My Dad: A Brief Biography Part 13

In the year after my dad died, as part of my grieving, I wrote this book. I’ve waited to make it public for many reasons. But now, more than 11 years later, I want to share it. My dad was a good man. I want you to know about him and his influence. I hope you enjoy.

 

Kids are annoying. Me being their kid, I was annoying. But there were consistent rules, if mom says “no,” don’t go and ask dad. They would talk to each other so they would find out if you did that. My mom very rarely spanked me. My dad got a significant amount of cardiovascular exercise from spanking me. I never understood that until I had my kids.

I don’t know if this is why they did that or not, but it seems to me they were portraying God. God the Father, as revealed in the Old Covenant, disciplined His people. The Nation of Israel was judged right and left for their indiscretions.

Jesus, as revealed in the New Covenant, laid off the physical discipline. He forgave people, laid down His life. It’s different from the Old Covenant. Jesus said He wanted to gather Jerusalem to Himself as a hen gathers her chicks. God the Father wanted to wipe out Jerusalem on a number of occasions! But Jesus is not all love. When He judges the world in the end, He wipes out the enemies of God and sends them to punishment. God and Jesus are united the whole time.

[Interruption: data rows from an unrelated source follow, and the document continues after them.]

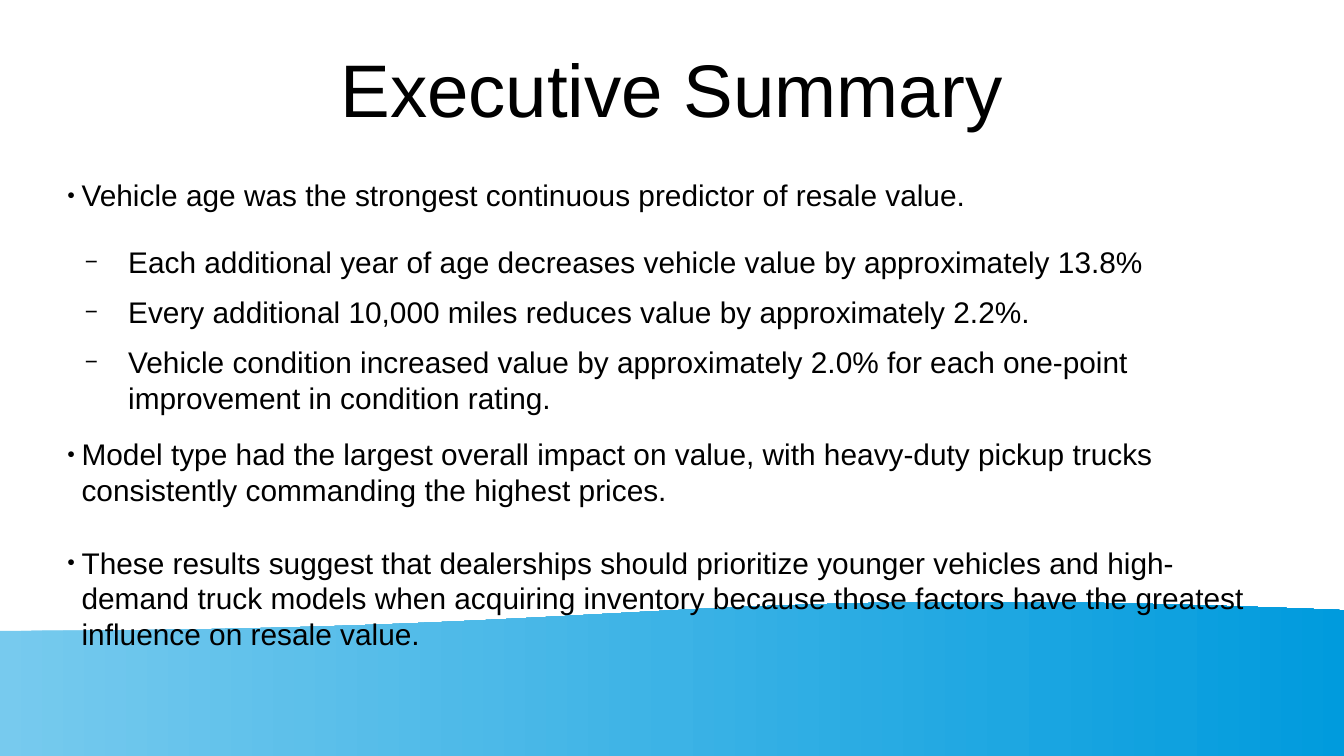
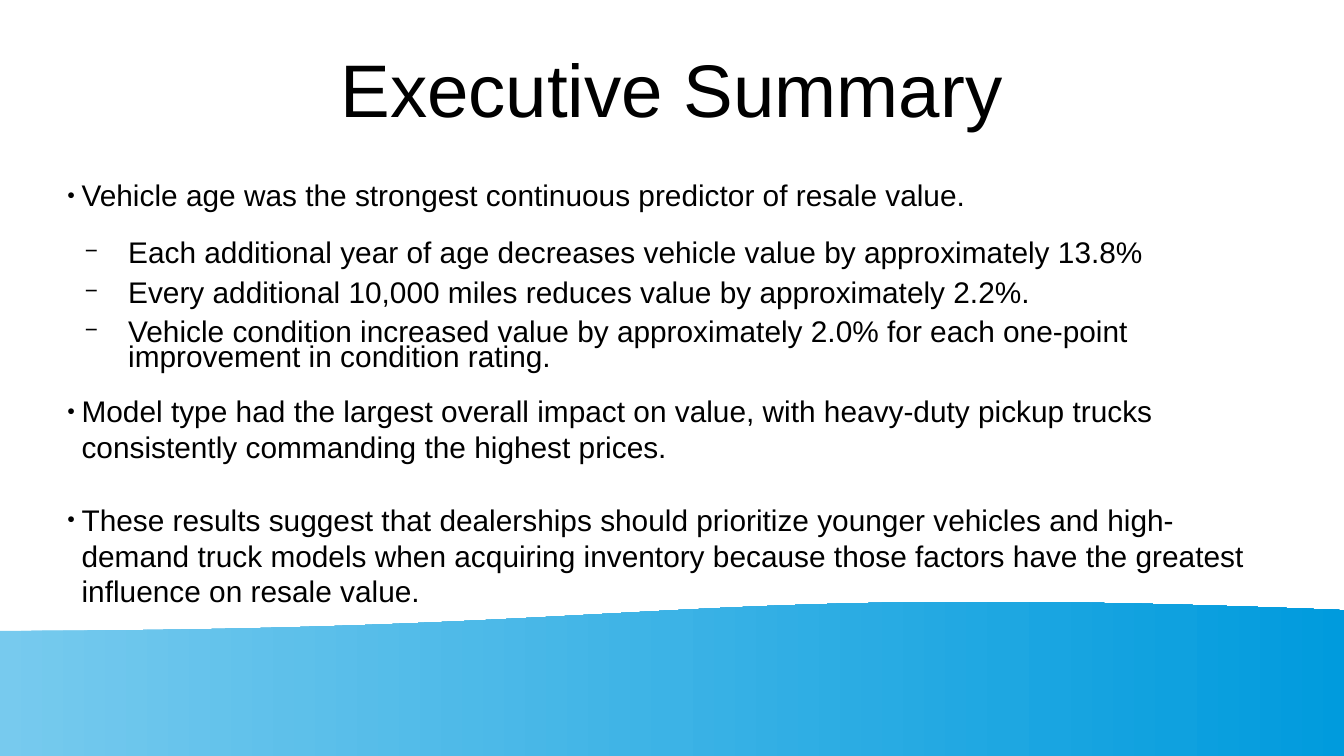
Before and after one commit to sbowler/project-one, a slide deck: slide 3 of presentations/project1_presentation.pptx. Drawn at 1344x756 pixels with LibreOffice and Linux fonts; fonts in the diff are those of the drawing. Boxes give left, top, right and bottom in pixels: in the first picture for what was removed or moved away, otherwise in the second. Text is boxed around its words. In the diff, an @@ line names an element or a change of style, - is before the commit and + after.

```diff
--- a/presentations/project1_presentation.pptx
+++ b/presentations/project1_presentation.pptx
@@ text at box(128, 241, 1142, 373): line spacing 1 to 0.7 @@
```
Also in this commit, not shown: 2 other slides changed.
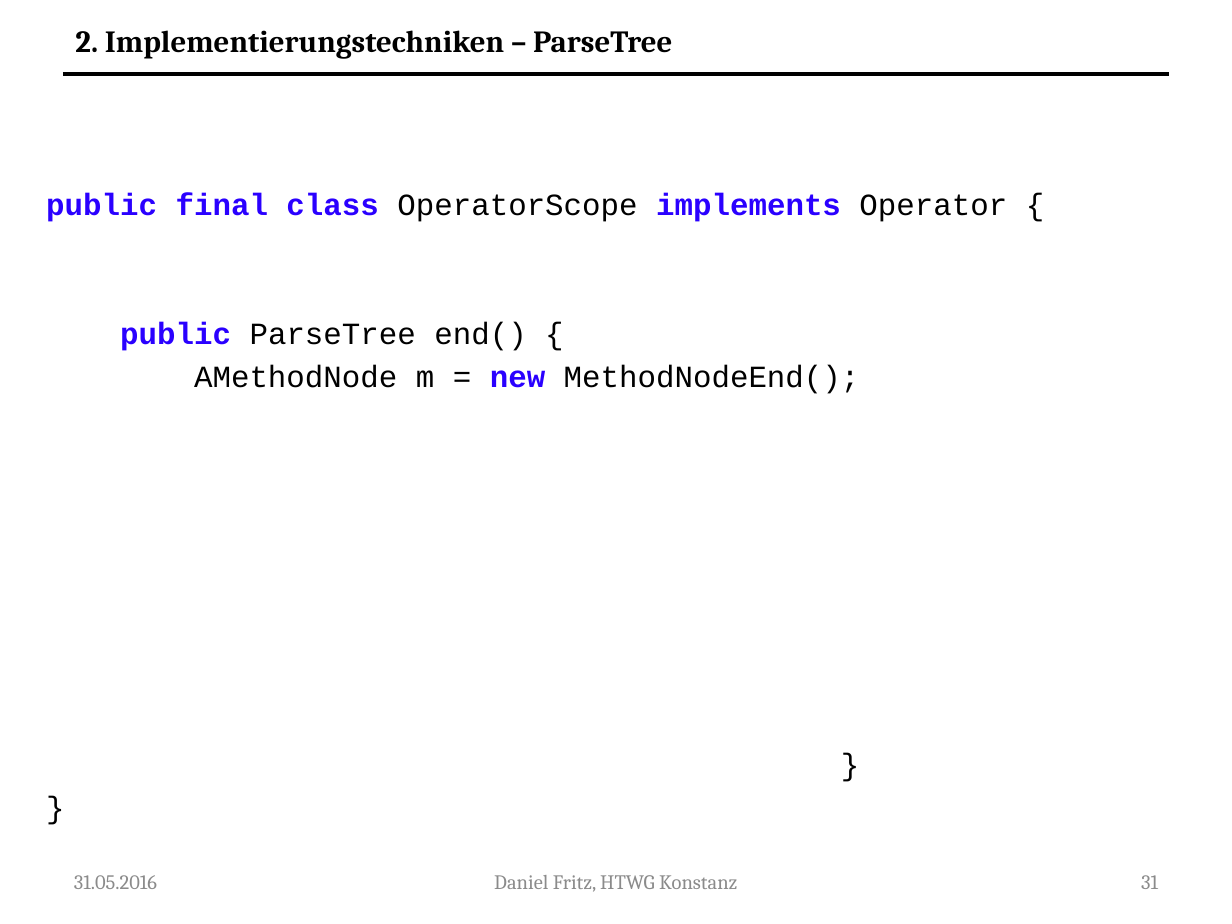
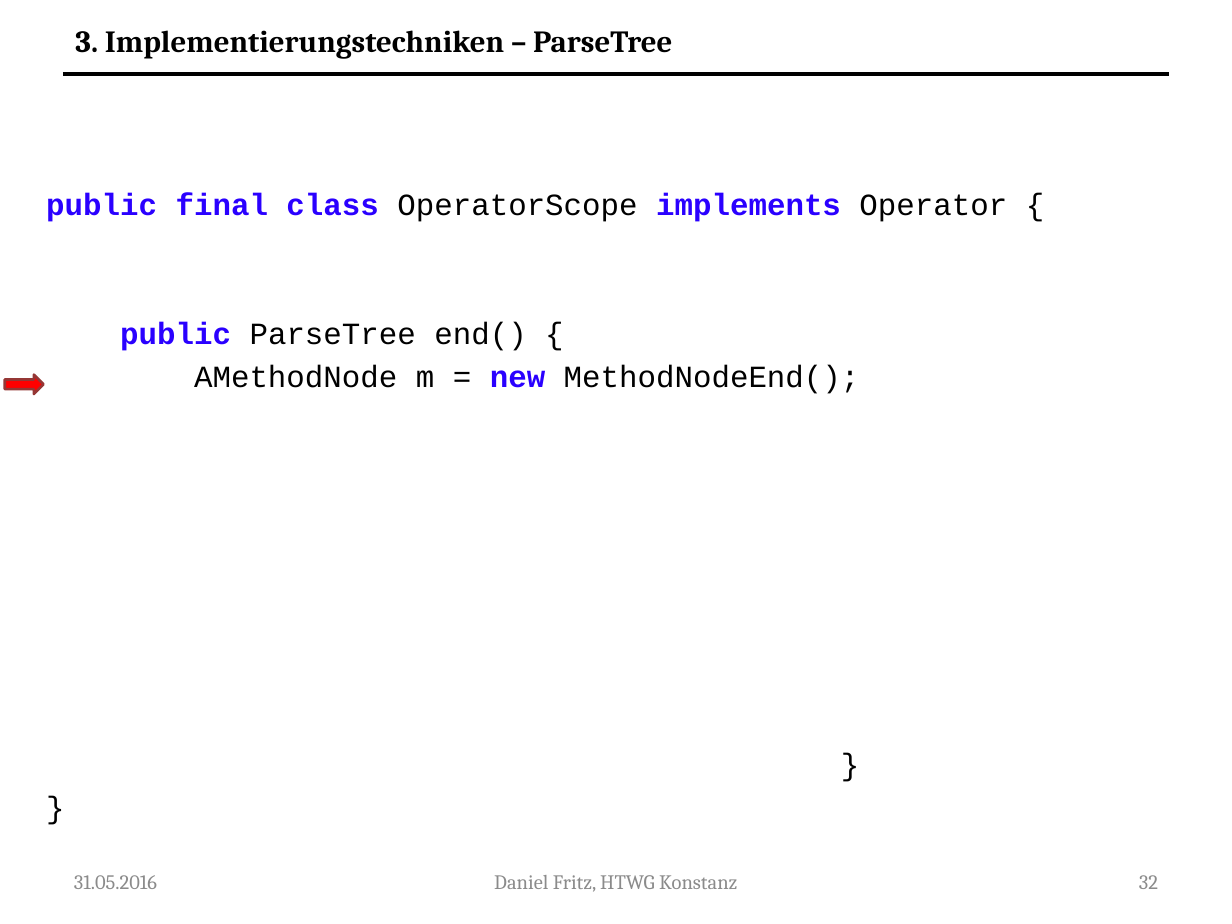
Before and after one commit to Guldenbart/MA, a slide deck: slide 32 of ppt/MA_neu.pptx (slide 31 before the commit). Drawn at 1232x924 pixels with LibreOffice and Linux fonts; fonts in the diff are those of the drawing. Boxes give left, top, right and bottom in pixels: in the first picture for what was removed or moved away, otherwise in the second. Text is boxed around its words. In the diff, an @@ line names an element or a change of style, - is before the commit and + after.

```diff
--- a/ppt/MA_neu.pptx
+++ b/ppt/MA_neu.pptx
@@ text at (x1=75, y1=30, x2=672, y2=59): text changed @@
-2. Implementierungstechniken – ParseTree
+3. Implementierungstechniken – ParseTree
@@ right arrow added at (x1=5, y1=375, x2=43, y2=394), fill #FF0000, outline #953735 1.5 pt @@
@@ page number at (x1=1139, y1=875, x2=1158, y2=889): text changed @@
-31
+32
```
Also in this commit, not shown: 31 other slides changed, 4 slides added.

This is how I see it, God the Father was the revelation of God that showed discipline. Jesus shows mercy, love, and encouragement. Perhaps this shows two parents how to raise a child. The father punishes and trains–when you are good; dad is good to you. Mom is to be supportive, encouraging, interceding on behalf of the kids. But if mom has to, she’ll turn you over to dad!

I had a friend in kindergarten who used swear words. I thought they sounded cool so I picked them up. I used to walk around using swear words, having no idea what they meant. The girl I walked to school with went to our church and she heard me swearing. She told me once that I shouldn’t be saying those words. I started swearing at her.

She came over to play and she went into my mom’s room where she was typing something. I remember it like it was yesterday. This girl says to my mom “Jeff says some stuff at school.” She never said exactly what but my mom got the idea from her and I that it wasn’t good “stuff.”

I confessed eventually. My friend went home. “Go in your room and wait for your father to come home.” Oh did I hate that. I don’t know where he went on those days, I wonder if my mom called him and told him to take his time. Agonizing.

I remember once my dad brought in this wooden scoop looking thing. He said he had just made it. It was cool, my sister and I told him it was nice. Then he explained that it was a paddle he had made to spank us. Oh. This was one time where I wished my dad didn’t work with wood.

Once a friend told me that when you are about to be spanked you put a soft cover book in your pants and you could hardly feel it. Sounded good to me. I tried it out. Somehow my dad figured it out. Clifford the Big Red Dog was no safety valve for Jeff.

Our backyard in Michigan had a huge weeping willow tree in it. Under the tree was our picnic table. My sister and I went out and enjoyed swinging on the vine-like branches of the tree. For a while we stood on the picnic table bench to get higher up and swing higher. That was fun for a time, if we could only get higher.

We stood on the picnic table to get even higher up the branches and swing even higher! Oh this was great. Oh, if we could only get a bit higher though! We could jump up from the table and grab the branch. Oh that was the best yet! We kept missing though as we jumped up and eventually we broke the table. Well, since one board was broken, we might as well do the rest in. By the time we were down we had ruined the picnic table and the two benches. Then we realized what we had done.

We can’t just tell dad that we ruined the picnic table, what to do? My sister was older than I so it must have been her idea, we decided we would drag the pieces and hide them in the ditch in the back of our yard. A six-year old and a four-year old dragged everything back and put it in the ditch. We then went inside and carried on with our usual business.

My dad walked past the kitchen door and glanced out and noticed that his picnic table had vanished. Hmm, wonder what’s up with that. He asked us if we knew anything about the picnic table. Picnic table? Did we have a picnic table? We lied, but we were bad liars.

My sister got it first. I ran to my mom. I remember her holding me and telling me that even though she was hugging me, I still had to get a spanking for lying to them. I did, my mom couldn’t stop him. That’s the way I remember it being. It makes more and more sense to me as I grow older and learn more about kids and parents.

Push-over dads who never discipline have whacked out children. Mothers who discipline all the time have horrible relations with their kids. But when the roles are kept straight, it tends to produce good kids. There are always exceptions. Many fathers go overboard with discipline and never show love. Distant mothers drive their kids to excess as well.

My mom and dad had it worked out pretty well. That’s the pattern I saw in my home and I think it is biblical too. I don’t know if they ever thought it through how I explained it with God the Father and Jesus Christ, but it’s nice that it fits.